The task –
Copy, exactly and without additions, every line in the records below from the one holding "screw_radius = 1.75" through the one holding "seat_x = 6.75", both ends included.

Material for this exercise –
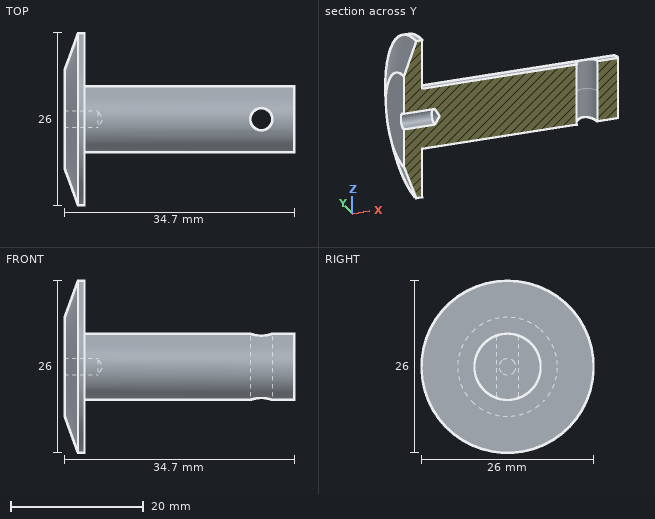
import cadquery as cq
import math

total_length = 34.66
shank_diameter = 10.0

head_diameter = 26.0
head_face_diameter = 15.0
head_flank_angle = 20.0
rim_thickness = 1.0
flank_depth = (head_diameter - head_face_diameter) / 2 * math.tan(math.radians(head_flank_angle))
head_thickness = flank_depth + rim_thickness

cross_hole_diameter = 3.3
cross_hole_end_distance = 5.0

axial_hole_diameter = 2.5
axial_hole_depth = 2 * axial_hole_diameter
drill_point_angle = 118.0
drill_point_length = axial_hole_diameter / 2 / math.tan(math.radians(drill_point_angle / 2))


def revolve_about_x(profile):
    """Revolve a closed XZ profile of (axial, radial) points about the X axis."""
    return cq.Workplane("XZ").polyline(profile).close().revolve(360, (0, 0, 0), (1, 0, 0))


def make_pin_body():
    return revolve_about_x([
        (0, 0),
        (0, head_face_diameter / 2),
        (flank_depth, head_diameter / 2),
        (head_thickness, head_diameter / 2),
        (head_thickness, shank_diameter / 2),
        (total_length, shank_diameter / 2),
        (total_length, 0),
    ])


def make_cross_hole():
    return (
        cq.Workplane("XY")
        .center(total_length - cross_hole_end_distance, 0)
        .circle(cross_hole_diameter / 2)
        .extrude(shank_diameter, both=True)
    )


def make_axial_hole():
    return revolve_about_x([
        (0, 0),
        (0, axial_hole_diameter / 2),
        (axial_hole_depth, axial_hole_diameter / 2),
        (axial_hole_depth + drill_point_length, 0),
    ])


result = make_pin_body().cut(make_cross_hole()).cut(make_axial_hole())
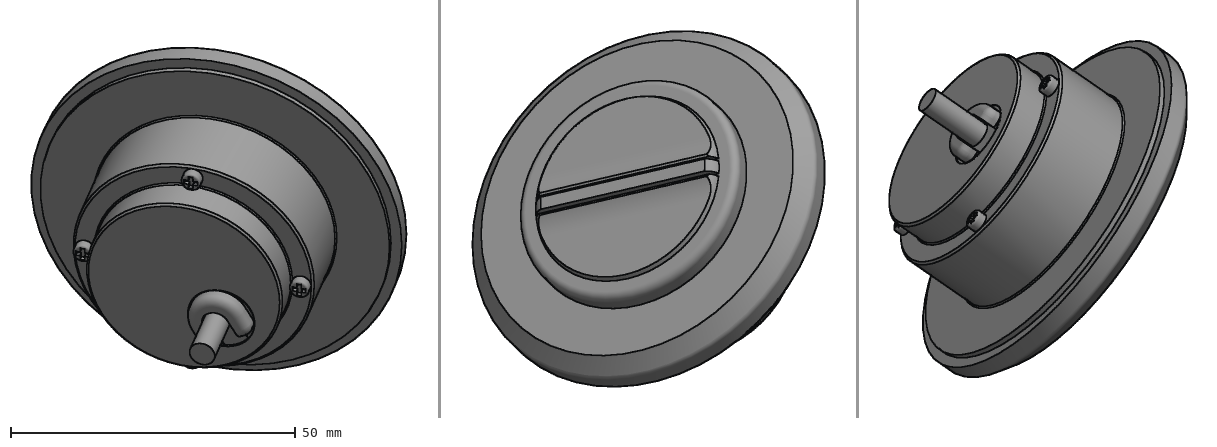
import cadquery as cq
import math


flange_radius = 33.75
flange_front = 1.0
flange_rim_end = 4.05
flange_back = 7.2
flange_back_radius = 30.8
flange_edge_break = 0.2
flange_round_radius = 1.1
rear_bevel_angle = 45.0
lip_radius = 31.8

cap_radius = 21.45
cap_back = 11.1
cap_round = 1.4

housing_radius = 21.95
housing_front = -14.5
drum_radius = 17.8
drum_front = -20.65
edge_chamfer = 0.4
base_flare = 0.3

pad_radius = 17.95
pad_top_radius = 16.05
pad_bulge_radius = 17.3
pad_bulge_y = 12.15
pad_top = 12.95
dish_level = 11.9
dish_start = 6.1
fin_top = 12.75
fin_outer = 2.2
fin_inner = 1.75
fin_bevel = 0.2
bar_half_width = 1.2

screw_count = 4
screw_circle_radius = 19.7
screw_radius = 1.75
screw_height = 1.75
screw_round = 0.4
cross_length = 2.4
cross_width = 0.8
cross_depth = 0.8

shaft_x = 6.4
shaft_z = -5.2
shaft_radius = 2.3
shaft_front = -32.05
collar_radius = 5.4
collar_length = 4.45
collar_front = -23.15
collar_round = 1.55
collar_corner = 1.75
slot_half_width = 2.5
slot_angle = -60.0
slot_depth = 0.5
seat_x = 6.75
seat_z = -5.7
seat_radius = 6.1
seat_depth = 0.2


def front_plane(y, x=0.0, z=0.0, turn=0.0):
    """Plane at the given Y facing -Y, with its local x turned from +X toward +Z."""
    angle = math.radians(turn)
    return cq.Plane(
        origin=(x, y, z),
        xDir=(math.cos(angle), 0, math.sin(angle)),
        normal=(0, -1, 0),
    )


def revolve_about_y(profile):
    return profile.close().revolve(360, (0, 0, 0), (0, 1, 0))


def make_body():
    """Drum, housing, lip, flange and cap as one turned profile."""
    profile = (
        cq.Workplane("XY")
        .moveTo(0, drum_front)
        .lineTo(drum_radius - edge_chamfer, drum_front)
        .lineTo(drum_radius, drum_front + edge_chamfer)
        .lineTo(drum_radius, housing_front - base_flare)
        .lineTo(drum_radius + base_flare, housing_front)
        .lineTo(housing_radius - edge_chamfer, housing_front)
        .lineTo(housing_radius, housing_front + edge_chamfer)
        .lineTo(housing_radius, -base_flare)
        .lineTo(housing_radius + base_flare, 0)
        .lineTo(lip_radius, 0)
        .lineTo(lip_radius, flange_front)
        .lineTo(flange_radius, flange_front)
        .lineTo(flange_radius, flange_rim_end)
    )
    bend = math.radians(rear_bevel_angle)
    blend_radius = flange_radius - flange_round_radius * (1 - math.cos(bend))
    blend_end = flange_rim_end + flange_round_radius * math.sin(bend)
    profile = (
        profile.tangentArcPoint((blend_radius, blend_end), relative=False)
        .lineTo(flange_back_radius, flange_back - flange_edge_break)
        .lineTo(flange_back_radius - flange_edge_break, flange_back)
        .lineTo(cap_radius, flange_back)
        .lineTo(cap_radius, cap_back - cap_round)
        .tangentArcPoint((cap_radius - cap_round, cap_back), relative=False)
        .lineTo(0, cap_back)
    )
    return revolve_about_y(profile)


def make_pad():
    """Round-edged pad dished on both sides of a central bar."""
    blank = revolve_about_y(
        cq.Workplane("XY")
        .moveTo(0, flange_back)
        .lineTo(pad_radius, flange_back)
        .lineTo(pad_radius, cap_back)
        .threePointArc((pad_bulge_radius, pad_bulge_y), (pad_top_radius, pad_top))
        .lineTo(0, pad_top)
    )
    wing = (
        cq.Workplane("YZ")
        .moveTo(flange_back, pad_radius)
        .lineTo(dish_level, pad_radius)
        .lineTo(dish_level, dish_start)
        .tangentArcPoint((fin_top, fin_outer), relative=False)
        .lineTo(fin_top - fin_bevel, fin_inner)
        .lineTo(flange_back, fin_inner)
        .close()
        .extrude(pad_radius, both=True)
    )
    bar = (
        cq.Workplane("XZ", origin=(0, flange_back, 0))
        .rect(2 * pad_radius, 2 * bar_half_width)
        .extrude(flange_back - pad_top)
    )
    sections = bar.union(wing).union(wing.mirror("XY"))
    return blank.intersect(sections)


def make_screw(angle):
    """Rounded screw head with a cross recess."""
    x = screw_circle_radius * math.cos(math.radians(angle))
    z = screw_circle_radius * math.sin(math.radians(angle))
    head = (
        cq.Workplane(front_plane(housing_front, x, z))
        .circle(screw_radius)
        .extrude(screw_height)
        .faces("<Y").edges()
        .fillet(screw_round)
    )
    recess = (
        cq.Workplane(front_plane(housing_front - screw_height, x, z))
        .rect(cross_length, cross_width)
        .extrude(-cross_depth)
    )
    crossing = recess.rotate((x, 0, z), (x, 1, z), 90)
    return head.cut(recess).cut(crossing)


def make_seat(floor, height):
    """Disc under the collar, rising from the given floor toward -Y."""
    return (
        cq.Workplane(front_plane(floor, seat_x, seat_z))
        .circle(seat_radius)
        .extrude(height)
    )


def make_horseshoe(floor, half_width, length, height):
    """Block with one round end centred on the shaft, running toward the slot opening."""
    return (
        cq.Workplane(front_plane(floor, shaft_x, shaft_z, slot_angle))
        .moveTo(length, half_width)
        .lineTo(0, half_width)
        .threePointArc((-half_width, 0), (0, -half_width))
        .lineTo(length, -half_width)
        .close()
        .extrude(height)
    )


def make_collar():
    """Horseshoe block with rounded ends kept within the seat, solid until the slot is cut."""
    floor = drum_front + seat_depth
    height = floor - collar_front
    block = make_horseshoe(floor, collar_radius, collar_length, height)
    block = block.edges("|Y").edges("<Z or >X").fillet(collar_corner)
    return block.faces("<Y").edges().fillet(collar_round).intersect(make_seat(floor, height))


def make_slot():
    """Round-ended slot from the shaft to the edge of the seat."""
    floor = drum_front + slot_depth
    height = floor - collar_front
    run = make_horseshoe(floor, slot_half_width, 2 * seat_radius, height)
    return run.intersect(make_seat(floor, height))


def make_shaft():
    root = drum_front + slot_depth
    return (
        cq.Workplane(front_plane(root, shaft_x, shaft_z))
        .circle(shaft_radius)
        .extrude(root - shaft_front)
    )


result = make_body().union(make_pad())
for index in range(screw_count):
    result = result.union(make_screw(index * 360 / screw_count))
result = result.cut(make_seat(drum_front + seat_depth, seat_depth))
result = result.union(make_collar()).cut(make_slot()).union(make_shaft())

Reply –
screw_radius = 1.75
screw_height = 1.75
screw_round = 0.4
cross_length = 2.4
cross_width = 0.8
cross_depth = 0.8

shaft_x = 6.4
shaft_z = -5.2
shaft_radius = 2.3
shaft_front = -32.05
collar_radius = 5.4
collar_length = 4.45
collar_front = -23.15
collar_round = 1.55
collar_corner = 1.75
slot_half_width = 2.5
slot_angle = -60.0
slot_depth = 0.5
seat_x = 6.75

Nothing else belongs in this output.